Desa Morodemak memiliki kondisi sarana dan prasarana desa yang sangat memprihatinkan, secara struktur karena akibat kurangnya perhatian pemerintah. Kondisi sarana dan prasarana yang tidak berkembang dengan baik, menyebabkan perkembangan perekonomian Desa Morodemak lamban, akibatnya Desa Morodemak dikategorikan sebagai desa miskin.

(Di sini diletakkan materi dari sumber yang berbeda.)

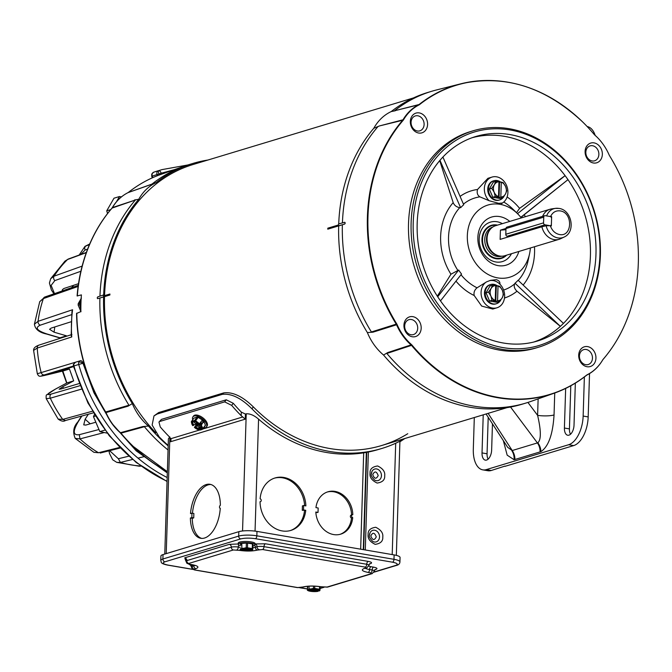 <?xml version="1.0" encoding="UTF-8"?>
<svg xmlns="http://www.w3.org/2000/svg" width="672" height="672" viewBox="0 0 672 672"><rect width="100%" height="100%" fill="white"/><g stroke="black" fill="none" stroke-linecap="round" stroke-linejoin="round"><path stroke-width="1.01" d="M496.104 303.811A10.03 8.232 -106.8 0 1 495.76 303.92A10.03 8.232 -106.8 0 1 492.559 304.105A10.03 8.232 -106.8 0 1 484.571 294.806A10.03 8.232 -106.8 0 1 489.964 284.726A10.03 8.232 -106.8 0 1 490.308 284.634M500.917 299.788A10.03 8.232 -106.8 0 1 496.448 303.719A10.03 8.232 -106.8 0 1 493.24 303.904A10.03 8.232 -106.8 0 1 485.251 294.596A10.03 8.232 -106.8 0 1 490.652 284.516A10.03 8.232 -106.8 0 1 493.853 284.332A10.03 8.232 -106.8 0 1 497.524 285.97M495.692 286.255L497.969 285.835L499.968 286.457L502.379 290.363A7.753 6.367 -106.8 0 1 503.126 294.294A7.753 6.367 -106.8 0 1 502.144 297.931L499.489 301.585L497.062 302.324L489.569 301.039L486.058 292.832L490.039 285.911L492.475 285.172L495.718 285.541A7.753 6.367 -106.8 0 0 491.14 288.439L492.475 285.172M497.969 285.835L498.028 285.936A7.753 6.367 -106.8 0 1 502.379 290.363L503.479 294.664L502.144 297.931A7.753 6.367 -106.8 0 1 497.566 300.829L495.785 301.484L493.475 301.081L495.18 300.569L491.996 300.3L489.569 301.039M499.489 301.585L497.49 300.964M491.996 300.3L490.896 295.999L488.494 292.093L486.058 292.832M488.494 292.093L491.14 288.439A7.753 6.367 -106.8 0 0 490.896 295.999A7.753 6.367 -106.8 0 0 495.247 300.426L495.718 285.541M495.785 301.484L496.264 286.348M498.028 285.936L497.566 300.829M309.061 586.169L308.977 588.89L310.884 588.958L313.446 588.37L313.522 586.102M313.446 588.37A6.838 1.478 1.8 0 1 314.698 588.42L314.765 586.152M314.698 588.42L319.486 589.243L319.57 586.597M319.486 589.243A6.838 1.478 1.8 0 1 320.048 589.504L320.141 586.69M320.048 589.504L319.88 590.503A6.208 1.344 1.8 0 1 319.477 590.898A6.208 1.344 1.8 0 1 319.46 590.906L319.477 590.898M318.461 589.798L318.1 591.318A6.208 1.344 1.8 0 1 316.495 591.528A6.208 1.344 1.8 0 1 310.296 591.268A6.208 1.344 1.8 0 1 307.877 590.537A6.208 1.344 1.8 0 1 307.49 589.982L307.709 586.261M307.877 590.537L307.356 590.218L307.474 586.286M307.49 589.982L307.49 589.982A6.208 1.344 1.8 0 1 307.919 589.571L307.616 589.302M308.977 588.89L309.28 589.168A6.208 1.344 1.8 0 1 310.884 588.958A6.208 1.344 1.8 0 1 317.083 589.218A6.208 1.344 1.8 0 1 319.88 590.503M309.28 589.168L309.901 589.268A5.477 1.184 -178.2 0 1 315.857 589.218A5.477 1.184 -178.2 0 1 319.166 590.411A5.477 1.184 -178.2 0 1 318.83 590.806L319.46 590.906M318.856 590.008L318.83 590.806M318.1 591.318L316.369 589.386M308.977 588.773L308.54 589.68L307.919 589.571M315.613 589.184L317.932 589.663M312.732 589.042L312.463 590.142L314.084 589.646L316.571 590.075L316.361 589.386M308.54 589.68A5.477 1.184 -178.2 0 0 308.213 590.066A5.477 1.184 -178.2 0 0 311.522 591.268A5.477 1.184 -178.2 0 0 317.478 591.209M312.463 590.142L310.363 589.781L311.984 589.285L311.027 589.126M308.549 589.495A5.477 1.184 -178.2 0 0 317.503 590.234M314.084 589.646L314.101 589.067M77.314 295.999A161.7 132.779 -106.8 0 1 112.098 208.068L112.451 207.572A1.512 0.68 -149.7 0 0 112.232 207.74A1.512 0.68 -149.7 0 0 112.199 207.816L111.829 208.337A161.498 132.611 73.2 0 0 80.338 273.647A161.498 132.611 73.2 0 0 77.104 295.94L81.404 294.899A161.902 132.947 73.2 0 0 80.875 311.59L76.558 313.488A161.498 132.611 73.2 0 0 105.428 411.995L105.764 412.633A50.098 41.143 73.2 0 0 118.07 430.693A50.098 41.143 73.2 0 0 120.187 432.65L120.674 433.146A161.498 132.611 73.2 0 0 132.35 445.78A161.498 132.611 73.2 0 0 167.362 471.677M167.362 471.559A161.7 132.779 -106.8 0 1 120.952 433.163L120.49 432.692L142.741 426.586L148.495 426.056A51.635 42.395 -106.8 0 1 132.317 403.595A162.851 133.728 -106.8 0 1 103.606 296.957L103.454 296.923A163.036 133.879 -106.8 0 1 103.48 295.949A163.036 133.879 -106.8 0 1 103.513 294.974L97.692 296.906L97.205 297.906A162.826 133.711 73.2 0 0 97.196 297.931A162.826 133.711 73.2 0 0 97.196 297.956L97.642 298.67L97.196 297.956M132.317 403.595L128.041 406.182L106.008 412.591A50.299 41.303 -106.8 0 0 120.49 432.692A1.512 0.521 131.1 0 1 120.196 432.659L120.952 433.163L144.404 426.72A162.851 133.728 -106.8 0 0 168.042 449.971M118.516 199.601A50.098 41.143 73.2 0 0 112.291 207.673M142.741 426.586L144.404 426.72M105.764 412.633L105.689 411.978L128.932 405.233L128.041 406.182M128.932 405.233A162.851 133.728 -106.8 0 1 99.901 298.015L97.726 298.679L97.289 297.973M99.96 296.15A162.851 133.728 -106.8 0 1 135.374 200.012L112.098 208.068A1.512 0.764 -139.1 0 0 111.913 208.194A1.512 0.764 -139.1 0 0 111.829 208.337M134.526 199.945L138.734 199.298A51.635 42.395 -106.8 0 1 156.148 182.599L128.033 192.629A50.299 41.303 -106.8 0 0 112.451 207.572L135.374 200.012M128.302 192.469A1.512 0.815 -128.3 0 1 128.386 192.394C138.272 184.582 149.033 178.618 160.667 174.502A161.7 132.779 -106.8 0 0 128.52 192.318A1.512 0.815 -128.3 0 0 128.386 192.394L127.974 192.654A1.512 0.848 -116.6 0 1 128.033 192.629L150.343 184.775M152.032 184.036A162.851 133.728 -106.8 0 1 184.346 166.144A162.851 133.728 -106.8 0 1 189.134 164.573L192.839 163.456A162.851 133.728 -106.8 0 1 207.892 160.037M168.168 445.889A162.851 133.728 -106.8 0 1 148.495 426.056M103.606 296.957L99.901 298.015M156.148 182.599A162.851 133.728 -106.8 0 1 192.839 163.456M103.513 294.974L103.664 295.008A162.851 133.728 -106.8 0 1 138.734 199.298M103.454 296.923L97.726 298.679M206.354 427.014L207.01 426.14A8.417 4.124 -142.9 0 0 203.902 418.681A8.417 4.124 -142.9 0 0 194.813 415.162A8.417 4.124 -142.9 0 0 193.586 415.976L192.931 416.85A8.417 4.124 37.1 0 1 194.158 416.035A8.417 4.124 37.1 0 1 203.238 419.555A8.417 4.124 37.1 0 1 206.354 427.014A8.417 4.124 37.1 0 1 205.128 427.82A8.417 4.124 37.1 0 1 203.599 427.972M192.746 419.756A8.417 4.124 37.1 0 1 192.931 416.85M199.424 423.654L197.828 422.47A6.208 3.041 37.1 0 0 192.872 421.184A6.208 3.041 37.1 0 0 191.957 424.242A6.208 3.041 37.1 0 0 192.78 425.662L191.327 421.999A6.838 3.352 37.1 0 1 191.512 421.386L194.645 420.437A6.838 3.352 37.1 0 1 195.636 420.697L197.828 422.47A6.208 3.041 37.1 0 1 199.424 423.654L199.021 423.78A5.477 2.68 -142.9 0 0 193.343 421.697A5.477 2.68 -142.9 0 0 192.545 422.218A5.477 2.68 -142.9 0 0 193.192 425.536L194.342 424.637M192.872 421.915A5.477 2.68 -142.9 0 0 193.721 424.838M199.744 423.436L201.768 420.764L202.373 421.134A6.838 3.352 37.1 0 1 203.188 422.016L201.365 425.174L202.91 428.509A6.838 3.352 37.1 0 1 202.734 429.131L205.246 425.804A6.838 3.352 -142.9 0 0 205.43 425.183L203.767 421.243A6.838 3.352 -142.9 0 0 202.952 420.37L198.156 417.371A6.838 3.352 -142.9 0 0 197.156 417.11L194.032 418.06L191.512 421.386M202.734 429.131L200.962 429.87A6.208 3.041 37.1 0 1 197.434 429.349A6.208 3.041 37.1 0 1 195.997 428.585A6.208 3.041 37.1 0 1 194.401 427.4L196.342 424.637L195.745 424.259A6.838 3.352 37.1 0 1 195.712 424.225M194.645 420.437L197.156 417.11M195.636 420.697L198.156 417.371M202.373 421.134L202.952 420.37M203.188 422.016L203.767 421.243M202.91 428.509L205.43 425.183M201.365 425.174L201.046 425.393A6.208 3.041 37.1 0 1 201.877 426.812A6.208 3.041 37.1 0 1 200.962 429.87L199.601 430.072A6.838 3.352 37.1 0 1 198.601 429.811L197.434 429.349M197.82 423.587L198.257 424.057L196.342 424.637M203.389 422.503L201.482 423.083L200.676 422.218M201.046 425.393L201.172 424.822L200.558 425.006L201.482 423.083M198.257 424.057L194.401 427.4M198.391 423.419L195.947 426.401M194.326 424.654L195.938 424.158L194.006 422.083L195.191 421.722M195.51 421.806L197.316 423.746L198.517 423.377M200.558 425.006L198.946 425.502L200.886 427.577L199.508 427.988L197.576 425.914L195.955 426.409M194.813 427.283A5.477 2.68 -142.9 0 0 201.281 428.837A5.477 2.68 -142.9 0 0 200.642 425.519M195.342 426.577A5.477 2.68 -142.9 0 0 201.491 428.442M199.248 423.704L197.576 425.914M196.728 423.116L195.938 424.158M198.946 425.502L201.096 422.671M199.508 427.988L199.895 426.518M200.214 423.83L199.996 423.116M200.281 422.722L200.962 422.52M589.537 373.59L588.176 416.917L583.145 416.052A25.133 13.272 99.7 0 1 568.646 444.73L486.268 469.619A25.133 13.272 99.7 0 1 482.79 469.862A25.133 13.272 99.7 0 1 473.306 449.24L474.306 417.522M583.145 416.052L584.371 376.967M565.656 388.416L564.404 428.03A8.795 4.645 -80.3 0 0 567.731 435.246A8.795 4.645 -80.3 0 0 574.022 425.132L575.341 383.116M483.227 414.826L482.026 452.92A8.795 4.645 -80.3 0 0 485.352 460.144A8.795 4.645 -80.3 0 0 491.644 450.022L492.458 423.856M482.79 469.862L487.822 470.728A25.133 13.272 -80.3 0 0 491.299 470.484L505.033 466.074M488.107 459.144A8.795 4.645 99.7 0 1 487.057 453.785L488.208 417.287M587.168 126.546A25.133 13.272 99.7 0 1 595.174 135.391M505.025 466.334L573.678 445.586A25.133 13.272 -80.3 0 0 588.176 416.917M570.486 434.255A8.795 4.645 99.7 0 1 569.436 428.896L570.797 385.762M503.328 440.614L507.167 455.154L514.105 459.74L540.901 451.643C548.453 446.704 552.838 434.473 554.047 414.952A12.566 2.722 1.8 0 1 537.608 415.372L538.129 398.866M540.095 451.945A12.566 10.315 73.2 0 0 537.407 442.924L537.827 442.789C541.229 439.841 541.153 430.702 537.608 415.372L527.923 402.436M514.903 459.556A12.566 10.315 73.2 0 0 512.224 450.534L537.407 442.924L510.544 407.03M486.058 413.977L507.696 447.359L512.224 450.534L488.116 413.356M121.447 196.879L119.465 196.543L113.996 198.198L106.73 210.823L107.537 213.536M119.465 196.543L116.449 201.776M110.687 209.63L106.73 210.823M499.363 200.029A10.03 8.232 -106.8 0 1 499.027 200.138A10.03 8.232 -106.8 0 1 495.818 200.323A10.03 8.232 -106.8 0 1 487.83 191.024A10.03 8.232 -106.8 0 1 493.223 180.944A10.03 8.232 -106.8 0 1 493.567 180.852M504.176 196.006A10.03 8.232 -106.8 0 1 499.708 199.937A10.03 8.232 -106.8 0 1 496.507 200.122A10.03 8.232 -106.8 0 1 488.519 190.814A10.03 8.232 -106.8 0 1 493.912 180.734A10.03 8.232 -106.8 0 1 497.12 180.55A10.03 8.232 -106.8 0 1 500.791 182.188M498.952 182.473L501.228 182.053L503.227 182.675L505.638 186.581A7.753 6.367 -106.8 0 1 506.386 190.512A7.753 6.367 -106.8 0 1 505.403 194.149L502.757 197.803L500.321 198.542L492.828 197.257L489.317 189.05L493.298 182.129L495.734 181.39L498.977 181.759A7.753 6.367 -106.8 0 0 494.399 184.657L495.734 181.39M501.228 182.053L501.287 182.154A7.753 6.367 -106.8 0 1 505.638 186.581L506.738 190.882L505.403 194.149A7.753 6.367 -106.8 0 1 500.825 197.047L499.044 197.702L496.734 197.308L498.439 196.787L495.264 196.526L492.828 197.257M502.757 197.803L500.749 197.182M495.264 196.526L494.164 192.217L491.753 188.311L489.317 189.05M491.753 188.311L494.399 184.657A7.753 6.367 -106.8 0 0 494.164 192.217A7.753 6.367 -106.8 0 0 498.506 196.644L498.977 181.759M499.044 197.702L499.523 182.574M501.287 182.154L500.825 197.047M109.88 295.008L104.941 296.503A161.767 132.838 -106.8 0 1 104.966 295.52L109.914 294.025A161.767 132.838 73.2 0 0 109.88 295.008M338.209 226.019L327.776 229.169A161.767 132.838 -106.8 0 1 327.802 228.186L338.234 225.036A161.767 132.838 73.2 0 0 338.209 226.019M413.465 97.927L193.158 164.489A161.767 132.838 73.2 0 0 106.159 277.057A161.767 132.838 73.2 0 0 155.761 432.802M104.966 295.52L105.806 295.663L105.79 296.243M109.897 294.428L105.806 295.663M327.802 228.186L328.642 228.329L328.625 228.908M338.226 225.439L328.642 228.329M255.032 544.799L255.074 543.572A8.417 1.823 -178.2 0 0 251.261 541.918A8.417 1.823 -178.2 0 0 242.676 541.582A8.417 1.823 -178.2 0 0 238.241 543.043L238.207 544.27A8.417 1.823 1.8 0 1 242.642 542.808A8.417 1.823 1.8 0 1 251.219 543.144A8.417 1.823 1.8 0 1 255.032 544.799A8.417 1.823 1.8 0 1 252.916 545.933M240.248 545.538A8.417 1.823 1.8 0 1 238.207 544.27M251.63 549.352L251.605 550.15A5.477 1.184 -178.2 0 0 251.941 549.763A5.477 1.184 -178.2 0 0 249.455 548.68A5.477 1.184 -178.2 0 0 242.676 548.612L242.054 548.512A6.208 1.344 1.8 0 1 243.659 548.302L246.221 547.714L246.372 543.052L241.265 543.455A6.838 1.478 -178.2 0 0 240.584 543.665L240.551 544.74A6.838 1.478 1.8 0 1 241.231 544.538L241.265 543.455M246.221 547.714A6.838 1.478 1.8 0 1 247.472 547.772L252.26 548.587A6.838 1.478 1.8 0 1 252.823 548.848L252.974 544.177A6.838 1.478 -178.2 0 0 252.412 543.925L247.615 543.102A6.838 1.478 -178.2 0 0 246.372 543.052M240.584 543.665L240.551 544.74M241.231 544.538L241.87 544.48L241.752 548.234L243.659 548.302A6.208 1.344 1.8 0 1 249.85 548.562A6.208 1.344 1.8 0 1 252.655 549.847L252.655 549.847A6.208 1.344 1.8 0 1 252.244 550.25L252.244 550.25A6.208 1.344 1.8 0 1 252.235 550.25L251.605 550.15M247.472 547.772L247.615 543.102M252.26 548.587L252.412 543.925M252.823 548.848L252.655 549.847M251.227 549.15L250.874 550.662A6.208 1.344 1.8 0 1 249.262 550.872A6.208 1.344 1.8 0 1 243.071 550.612A6.208 1.344 1.8 0 1 240.643 549.881A6.208 1.344 1.8 0 1 240.265 549.326A6.208 1.344 1.8 0 1 240.694 548.923L240.391 548.646M240.643 549.881L240.265 549.326M241.844 545.126L240.509 544.891M248.38 548.537L250.992 549.058M250.874 550.662L249.136 548.738L249.337 549.419L246.859 548.99L245.238 549.486L243.138 549.125L244.751 548.629L243.802 548.47M241.752 548.117L241.315 549.024L240.694 548.923M241.315 549.024A5.477 1.184 -178.2 0 0 240.988 549.419A5.477 1.184 -178.2 0 0 244.297 550.612A5.477 1.184 -178.2 0 0 250.244 550.561M241.324 548.839A5.477 1.184 -178.2 0 0 250.278 549.578M246.859 548.99L246.876 548.419M245.507 548.386L245.238 549.486M368.827 566.168L371.028 566.698A2.512 1.327 -80.3 0 0 369.583 569.562A10.508 2.276 1.8 0 1 365.408 568.285M395.615 565.463A2.512 2.066 -106.8 0 0 396.421 565.421C398.672 564.892 399.84 563.724 399.932 561.901L400.067 557.491A13.121 2.839 -178.2 0 0 394.128 554.912L256.973 531.401A13.121 2.839 -178.2 0 0 238.829 531.678L163.036 554.585A13.121 2.839 -178.2 0 0 160.91 556.055L160.768 560.465C161.809 561.809 159.121 563.321 167.664 565.11A2.512 1.327 -80.3 0 0 168.008 565.085C163.027 564.052 161.994 562.96 164.926 561.809L240.71 538.91C244.776 537.953 249.665 537.877 255.385 538.684L392.532 562.195C397.522 563.22 398.546 564.312 395.615 565.463L374.22 571.931M505.915 255.385A16.825 13.818 -106.8 0 1 501.488 257.897A16.825 13.818 -106.8 0 1 496.104 258.208A16.825 13.818 -106.8 0 1 482.706 242.592A16.825 13.818 -106.8 0 1 491.761 225.683A16.825 13.818 -106.8 0 1 496.835 225.322M550.889 216.88L551.636 216.653L551.342 225.918L550.318 225.742C552.065 230.614 555.089 233.537 559.406 234.511C572.452 237.409 573.233 212.486 560.154 210.899C555.82 210.403 552.644 212.26 550.612 216.476L548.881 216.3M498.8 255.872A15.246 12.524 -106.8 0 1 498.716 255.856A15.246 12.524 -106.8 0 1 486.511 238.804A15.246 12.524 -106.8 0 1 490.577 228.917L491.249 228.278A15.7 12.894 -106.8 0 1 495.65 225.683L550.024 209.252A15.7 12.894 -106.8 0 1 551.611 208.9L555.433 208.362A15.103 12.407 -106.8 0 1 558.743 208.421M550.318 225.742L546.126 225.742A15.103 12.407 -106.8 0 0 557.81 237.905A15.103 12.407 -106.8 0 0 564.102 237.056L560.624 238.72A15.7 12.894 -106.8 0 1 559.104 239.316L504.731 255.738A15.7 12.894 -106.8 0 1 499.708 256.032A15.7 12.894 -106.8 0 1 499.624 256.015A15.7 12.894 -106.8 0 1 487.049 238.459A15.7 12.894 -106.8 0 1 491.249 228.278M559.104 239.316A15.7 12.894 -106.8 0 1 554.081 239.602A15.7 12.894 -106.8 0 1 541.892 226.766L500.128 239.392L500.422 230.118L505.982 228.438M542.606 216.342A15.7 12.894 -106.8 0 1 550.024 209.252M546.126 225.742L541.892 226.766M500.422 230.118A25.133 5.443 -178.2 0 0 505.94 229.673M551.636 216.653L550.612 216.476M498.187 397.404A161.498 132.611 -106.8 0 1 412.02 345.114L411.533 344.618A50.098 41.143 -106.8 0 1 397.11 324.601L396.774 323.963A161.498 132.611 -106.8 0 1 403.175 120.305L403.544 119.784A50.098 41.143 -106.8 0 1 419.068 104.899L419.58 104.572A161.498 132.611 -106.8 0 1 582.59 121.892A161.498 132.611 -106.8 0 1 594.266 134.526L594.754 135.022A50.098 41.143 -106.8 0 1 596.87 136.97A50.098 41.143 -106.8 0 1 609.176 155.039L609.512 155.677A161.498 132.611 -106.8 0 1 634.603 294.025A161.498 132.611 -106.8 0 1 603.112 359.335L602.742 359.848A50.098 41.143 -106.8 0 1 587.219 374.741L586.706 375.06A161.498 132.611 -106.8 0 1 498.187 397.404M473.054 130.813L470.442 131.594A113.056 92.837 73.2 0 0 409.634 245.238A113.056 92.837 73.2 0 0 499.674 350.137A113.056 92.837 73.2 0 0 535.844 348.037L538.448 347.256A113.056 92.837 -106.8 0 1 502.286 349.348A113.056 92.837 -106.8 0 1 411.121 222.81A113.056 92.837 -106.8 0 1 473.054 130.813A113.056 92.837 -106.8 0 1 509.216 128.713A113.056 92.837 -106.8 0 1 600.382 255.251A113.056 92.837 -106.8 0 1 538.448 347.256M593.41 162.985A10.307 8.459 73.2 0 0 602.347 154.409A10.307 8.459 73.2 0 0 594.04 142.876A10.307 8.459 73.2 0 0 585.102 151.452A10.307 8.459 73.2 0 0 593.41 162.985M592.116 160.952A7.787 6.401 73.2 0 0 598.87 154.468A7.787 6.401 73.2 0 0 592.595 145.74A7.787 6.401 73.2 0 0 585.833 152.225A7.787 6.401 73.2 0 0 592.116 160.952M587.009 366.719A10.307 8.459 73.2 0 0 595.946 358.142A10.307 8.459 73.2 0 0 587.639 346.609A10.307 8.459 73.2 0 0 578.701 355.186A10.307 8.459 73.2 0 0 587.009 366.719M585.707 364.686A7.787 6.401 73.2 0 0 592.469 358.201A7.787 6.401 73.2 0 0 586.186 349.482A7.787 6.401 73.2 0 0 579.432 355.967A7.787 6.401 73.2 0 0 585.707 364.686M412.247 336.764A10.307 8.459 73.2 0 0 421.184 328.188A10.307 8.459 73.2 0 0 412.877 316.655A10.307 8.459 73.2 0 0 403.939 325.231A10.307 8.459 73.2 0 0 412.247 336.764M410.953 334.723A7.787 6.401 73.2 0 0 417.707 328.238A7.787 6.401 73.2 0 0 411.424 319.519A7.787 6.401 73.2 0 0 404.67 326.004A7.787 6.401 73.2 0 0 410.953 334.723M418.648 133.022A10.307 8.459 73.2 0 0 427.585 124.446A10.307 8.459 73.2 0 0 419.278 112.913A10.307 8.459 73.2 0 0 410.34 121.489A10.307 8.459 73.2 0 0 418.648 133.022M417.354 130.99A7.787 6.401 73.2 0 0 424.108 124.505A7.787 6.401 73.2 0 0 417.833 115.786A7.787 6.401 73.2 0 0 411.071 122.27A7.787 6.401 73.2 0 0 417.354 130.99M599.945 254.789A111.544 91.594 -106.8 0 1 503.152 347.626A111.544 91.594 -106.8 0 1 413.213 222.776A111.544 91.594 -106.8 0 1 509.998 129.94A111.544 91.594 -106.8 0 1 599.945 254.789M511.77 82.925A161.7 132.779 73.2 0 0 460.807 83.815A161.7 132.779 73.2 0 0 419.084 104.521L418.597 104.832A50.299 41.303 73.2 0 0 403.015 119.784L402.662 120.271A161.7 132.779 73.2 0 0 396.253 324.181L396.572 324.794A50.299 41.303 73.2 0 0 411.054 344.896L411.516 345.366L386.87 353.455A162.851 133.728 73.2 0 0 473.71 406.115A162.851 133.728 73.2 0 0 525.806 403.091A162.851 133.728 73.2 0 0 530.594 401.528L554.274 393.17A161.7 132.779 73.2 0 0 586.421 375.354A1.512 0.815 -128.3 0 0 586.555 375.278A1.512 0.815 -128.3 0 0 586.706 375.06M397.11 324.601L372.994 332.17L367.374 332.573A51.635 42.395 73.2 0 0 383.552 355.034A162.851 133.728 73.2 0 0 470.005 407.232A162.851 133.728 73.2 0 0 522.102 404.216L525.806 403.091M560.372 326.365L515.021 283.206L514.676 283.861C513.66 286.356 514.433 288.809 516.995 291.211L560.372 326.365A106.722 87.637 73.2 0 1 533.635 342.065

Disisi yang lain secara struktur pula, bahwa peran tokoh agama memiliki pengaruh yang sangat kuat dalam membentuk norma dan perilaku masyarakat yang hanya mementingkan nilai-nilai keagamaan saja untuk melanggengkan kepentingan politik mereka. Sementara untuk urusan seperti meningkatkan pendidikan, ilmu pengetahuan, ketrampilan, menjaga lingkungan yang bersih, perbaikan sarana dan prasarana desa belum tertanam dalam norma dan perilaku masyarakat nelayan Desa Morodemak, sehingga yang muncul dalam pandangan masyarakat, bahwa aparat desa dan semua program pembangunan sarana dan prasarana desa adalah tanggung jawab pemerintah, bukan tanggung jawab mereka.